Come evidenziato da Enzo Ghionni su Editoria.tv, il dibattito italiano si è consumato quasi esclusivamente intorno alla governance della Rai, riducendo l’EMFA a una riforma sui criteri di nomina nei vertici del servizio pubblico radiotelevisivo. Ma limitarsi a questo significa perdere di vista la portata rivoluzionaria del regolamento europeo, che impone agli Stati non solo l’indipendenza editoriale e finanziaria dei media pubblici (art. 5), ma stabilisce anche principi e regole fondamentali su temi cruciali: la tutela delle fonti giornalistiche, la trasparenza nella gestione della pubblicità pubblica, il rapporto tra piattaforme digitali e media tradizionali.

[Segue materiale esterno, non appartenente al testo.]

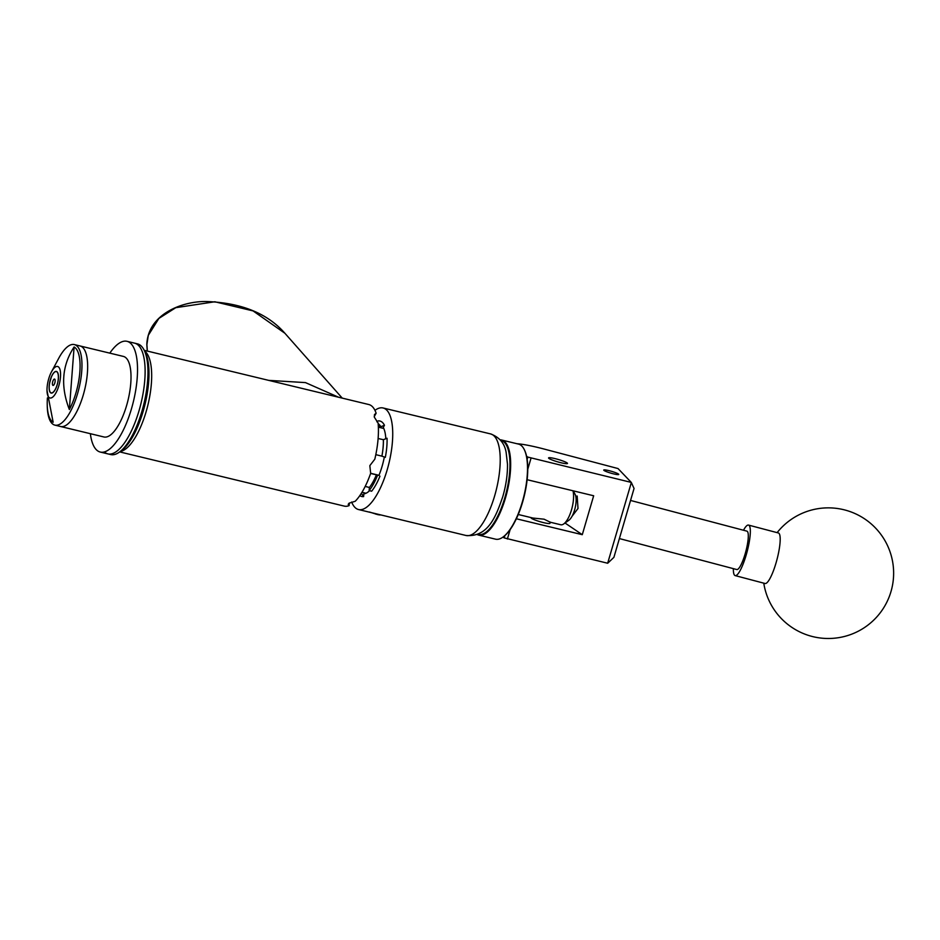 <?xml version="1.0" encoding="UTF-8"?>
<svg xmlns="http://www.w3.org/2000/svg" width="940" height="940" viewBox="0 0 940 940"><rect width="100%" height="100%" fill="white"/><g stroke="black" fill="none" stroke-linecap="round" stroke-linejoin="round"><path stroke-width="1.41" d="M575.774 496.297L577.16 496.026L578.006 508.493L571.99 516.377M549.9 523.075A9.858 1.222 -163.7 0 1 549.971 523.322A9.858 1.222 -163.7 0 1 543.602 522.64A9.858 1.222 -163.7 0 1 531.053 517.787A9.858 1.222 -163.7 0 1 531.218 517.635L531.124 518.022M554.929 458.591A9.858 1.222 -163.7 0 1 567.478 463.455A9.858 1.222 -163.7 0 1 561.11 462.774A9.858 1.222 -163.7 0 1 548.561 457.921A9.858 1.222 -163.7 0 1 554.929 458.591M608.791 470.599A7.814 0.964 -163.7 0 1 618.743 474.441A7.814 0.964 -163.7 0 1 613.691 473.901A7.814 0.964 -163.7 0 1 603.739 470.059A7.814 0.964 -163.7 0 1 608.791 470.599M502.971 537.093L504.181 537.915L504.851 535.636M527.152 459.366L527.822 457.087L631.292 482.42L618.027 468.555L544.166 449.062A41.795 5.17 16.3 0 0 516.941 443.715M526.588 456.264L527.822 457.087M607.757 563.189L613.902 557.338L634.053 488.471L631.339 482.514L607.663 563.236L504.181 537.915M516.365 518.774L582.283 534.684L593.669 495.768L527.14 479.717M565.022 523.016L582.283 534.684M531.006 458.215L527.763 469.295M510.115 529.678L507.377 539.031M268.734 380.371L305.477 382.603L338.6 397.232M743.493 530.254A26.12 5.429 104.8 0 1 748.51 525.084L778.379 532.968A26.12 5.429 104.8 0 1 779.507 547.374A26.12 5.429 104.8 0 1 768.368 581.085A26.12 5.429 104.8 0 1 765.043 583.493L735.174 575.609A26.12 5.429 104.8 0 1 733.365 568.641M748.51 525.084A26.12 5.429 104.8 0 1 749.65 539.49A26.12 5.429 104.8 0 1 735.174 575.609M477.884 534.355A48.386 17.284 -76.4 0 0 500.339 510.514A48.386 17.284 -76.4 0 0 509.727 458.344A48.386 17.284 -76.4 0 0 500.574 440.331M500.174 439.849A48.904 17.472 103.6 0 1 501.655 440.026A48.904 17.472 103.6 0 1 510.42 458.144A48.904 17.472 103.6 0 1 501.173 510.279A48.904 17.472 103.6 0 1 478.707 535.107A48.904 17.472 103.6 0 1 477.309 534.59M524.262 449.567A48.386 17.284 103.6 0 1 524.403 449.849A48.386 17.284 103.6 0 1 527.516 462.633A48.386 17.284 103.6 0 1 503.429 536.752A48.386 17.284 103.6 0 1 503.17 536.94M478.707 535.107L495.545 539.172A48.904 17.472 -76.4 0 0 502.912 537.128A48.904 17.472 -76.4 0 0 527.258 462.21A48.904 17.472 -76.4 0 0 524.12 449.273A48.904 17.472 -76.4 0 0 518.492 444.091L501.655 440.026M619.401 538.573L736.784 569.546A19.857 4.124 -75.2 0 0 745.514 552.614A19.857 4.124 -75.2 0 0 747.37 531.441A19.857 4.124 -75.2 0 0 746.912 531.147L630.54 500.444M90.358 433.693A56.952 20.339 -76.4 0 0 100.286 452.058A56.952 20.339 -76.4 0 0 109.216 449.414A56.952 20.339 -76.4 0 0 135.724 390.171A56.952 20.339 -76.4 0 0 127.017 341.326L134.608 343.159A56.952 20.339 -76.4 0 1 143.315 392.004A56.952 20.339 -76.4 0 1 116.807 451.247A56.952 20.339 -76.4 0 1 107.877 453.891L110.732 454.572A56.952 20.339 -76.4 0 0 119.31 452.187A56.952 20.339 -76.4 0 0 143.867 403.988A56.952 20.339 -76.4 0 0 143.996 349.88A56.952 20.339 -76.4 0 0 139.954 344.968A56.952 20.339 -76.4 0 0 137.452 343.852L134.608 343.159A56.952 20.339 103.6 0 1 137.099 344.275A56.952 20.339 103.6 0 1 140.095 406.961A56.952 20.339 103.6 0 1 107.877 453.891A56.952 20.339 103.6 0 1 105.386 452.763M143.996 349.88L145.171 352.147A54.861 19.599 103.6 0 1 145.042 404.271A54.861 19.599 103.6 0 1 121.377 450.707L119.31 452.187M127.017 341.326A56.952 20.339 -76.4 0 0 118.088 343.97A56.952 20.339 -76.4 0 0 109.804 353.135M47.411 397.926A39.222 14.006 -76.4 0 0 47.223 404.306L47.247 405.645A41.431 14.805 -76.4 0 0 54.884 425.127L60.571 426.502A41.431 14.805 -76.4 0 0 67.398 424.328A41.431 14.805 -76.4 0 0 86.41 381.099A41.431 14.805 -76.4 0 0 80.017 345.955A41.431 14.805 -76.4 0 1 86.351 381.476A41.431 14.805 -76.4 0 1 67.069 424.586A41.431 14.805 -76.4 0 1 60.571 426.502L103.929 436.971A41.431 14.805 -76.4 0 0 110.427 435.044A41.431 14.805 -76.4 0 0 129.708 391.945A41.431 14.805 -76.4 0 0 123.375 356.413L74.319 344.581A41.431 14.805 -76.4 0 0 67.504 346.743A41.431 14.805 -76.4 0 0 58.644 358.434L51.453 371.911A16.192 5.781 -76.4 0 0 47 390.37A16.192 5.781 -76.4 0 0 52.652 397.138A16.192 5.781 -76.4 0 0 60.477 376.964A16.192 5.781 -76.4 0 0 54.92 367.34A16.192 5.781 -76.4 0 0 51.453 371.911M54.567 372.005A11.127 3.971 -76.4 0 0 49.456 383.626A11.127 3.971 -76.4 0 0 51.171 393.061A11.127 3.971 -76.4 0 0 53.004 392.474A11.127 3.971 -76.4 0 0 58.116 380.865A11.127 3.971 -76.4 0 0 56.4 371.429A11.127 3.971 -76.4 0 0 54.567 372.005M74.107 346.978C61.981 365.39 60.395 386.234 69.349 409.535A39.222 14.006 -76.4 0 0 79.853 371.84A39.222 14.006 -76.4 0 0 74.107 346.978L69.349 409.535M54.884 425.127A41.431 14.805 -76.4 0 0 61.699 422.953A41.431 14.805 -76.4 0 0 80.723 379.725A41.431 14.805 -76.4 0 0 74.319 344.581M47.223 404.306A39.222 14.006 -76.4 0 0 53.157 422.248L47 390.37M380.747 514.909A6.85 0.846 -163.7 0 1 380.724 514.92A6.85 0.846 -163.7 0 1 377.575 514.58L380.724 514.92M518.257 514.497L532.968 518.058L544.096 519.197L550.241 522.217L560.769 524.767A19.599 7.003 -76.4 0 0 563.718 523.944A19.599 7.003 -76.4 0 0 571.696 509.21A19.599 7.003 -76.4 0 0 572.965 490.774M558.172 487.202L549.43 485.099M52.875 385.353A3.266 1.163 -76.4 0 0 53.016 385.412A3.266 1.163 -76.4 0 0 54.861 382.721A3.266 1.163 -76.4 0 0 54.696 379.137A3.266 1.163 -76.4 0 0 54.555 379.067A3.266 1.163 -76.4 0 0 52.699 381.757A3.266 1.163 -76.4 0 0 52.875 385.353M56.835 371.794A10.975 3.925 -76.4 0 0 54.708 372.04A10.975 3.925 -76.4 0 0 51.359 377.034L49.62 383.003A10.975 3.925 -76.4 0 0 49.949 391.745A10.975 3.925 -76.4 0 0 50.725 392.697A10.975 3.925 -76.4 0 0 57.223 384.566A10.975 3.925 -76.4 0 0 56.835 371.794M384.331 457.005A35.943 12.843 103.6 0 1 382.075 466.369A35.943 12.843 103.6 0 1 378.914 475.44L370.63 473.443M378.327 426.231L380.806 426.737A36.049 12.878 -76.4 0 0 378.35 423.822A36.049 12.878 -76.4 0 0 378.15 423.693M376.87 421.802L378.033 420.932A38.822 13.865 103.6 0 1 381.628 421.79A38.822 13.865 103.6 0 1 384.46 425.28L380.806 426.737M119.709 451.905L344.287 506.108A52.252 18.671 -76.4 0 0 349.116 505.626L348.2 504.357L349.046 503.241A52.252 18.671 103.6 0 0 349.128 503.182L355.214 501.267A52.252 18.671 -76.4 0 0 370.666 473.349L369.843 465.747A52.252 18.671 103.6 0 0 369.902 465.547L374.813 459.178A52.252 18.671 -76.4 0 0 378.091 423.035L374.296 417.09A52.252 18.671 103.6 0 0 374.273 416.949L374.52 414.505L376.129 413.224A52.252 18.671 -76.4 0 0 371.089 405.551A52.252 18.671 -76.4 0 0 368.797 404.529L144.22 350.326M374.954 410.345A52.252 18.671 103.6 0 1 383.073 407.972L490.574 433.916A52.252 18.671 -76.4 0 1 494.675 495.768A52.252 18.671 -76.4 0 1 466.052 535.495L358.563 509.551A52.252 18.671 103.6 0 1 351.654 502.019M383.073 407.972A52.252 18.671 103.6 0 1 387.186 469.824A52.252 18.671 103.6 0 1 358.563 509.551M349.351 503.029L349.116 505.626M380.759 426.819A35.943 12.843 -76.4 0 0 378.162 423.822M376.129 413.224L374.226 416.667M375.894 454.678L381.899 456.147A36.049 12.878 -76.4 0 0 383.403 439.697L378.115 438.51M383.403 439.697L387.057 438.24A38.822 13.865 103.6 0 1 385.318 457.357L381.899 456.147A35.943 12.843 -76.4 0 0 383.356 439.767M365.19 486.438L369.408 487.461L369.126 490.586L371.641 491.197A39.186 13.994 -76.4 0 0 379.96 476.145M369.126 490.586A39.186 13.994 -76.4 0 0 377.445 475.546M369.408 487.461A35.943 12.843 -76.4 0 0 376.399 474.829M370.619 473.278L378.973 475.299M385.811 438.733A35.943 12.843 103.6 0 0 383.273 427.418L384.46 425.28M378.373 427.171L383.79 428.476M361.336 493.312L363.615 496.59L363.862 493.817A35.943 12.843 103.6 0 0 369.585 490.692M361.982 492.29L366.001 493.253M363.615 496.59A38.822 13.865 103.6 0 1 359.832 495.615M573.306 490.856L575.139 494.416A14.37 5.135 103.6 0 1 575.104 508.07A14.37 5.135 103.6 0 1 568.9 520.231L563.718 523.944M369.432 512.018L377.575 514.58M379.031 514.497L375.741 514.121M284.867 333.242L253.06 310.905L214.849 301.775L175.792 307.674L158.895 318.413L148.297 335.357L146.887 344.616A6.533 1.105 -179 0 1 146.816 344.451C148.05 314.066 182.29 301.129 206.224 301.517C241.169 302.739 267.383 313.314 284.879 333.242L342.242 398.113M146.887 344.616L147.333 351.066M144.56 350.984A52.252 18.671 103.6 0 1 147.921 404.964A52.252 18.671 103.6 0 1 120.308 451.47M147.286 351.055L146.816 344.451M763.774 583.153A65.306 65.306 0 0 0 881.356 611.282A65.306 65.306 0 0 0 844.99 510.021A65.306 65.306 0 0 0 777.11 532.639M549.783 523.474L550.194 522.053M107.877 453.891L100.286 452.058M466.052 535.495C488.213 537.304 496.026 516.365 502.782 496.637C506.061 485.31 507.623 474.477 507.483 464.137L506.12 452.34C504.627 443.386 499.446 437.241 490.574 433.916"/></g></svg>

Non è più consentito, secondo l’EMFA, che piattaforme come Google, Facebook o TikTok possano rimuovere contenuti editoriali senza un confronto trasparente. Le fonti giornalistiche ottengono una protezione rafforzata contro l’invadenza delle autorità giudiziarie, mentre l’assegnazione di fondi e spazi pubblicitari deve avvenire attraverso procedure trasparenti e non discriminatorie. Il regolamento prevede inoltre il coordinamento di un Board europeo capace di vigilare sull’applicazione uniforme della normativa presso tutti gli Stati, evitando abusi e storture locali.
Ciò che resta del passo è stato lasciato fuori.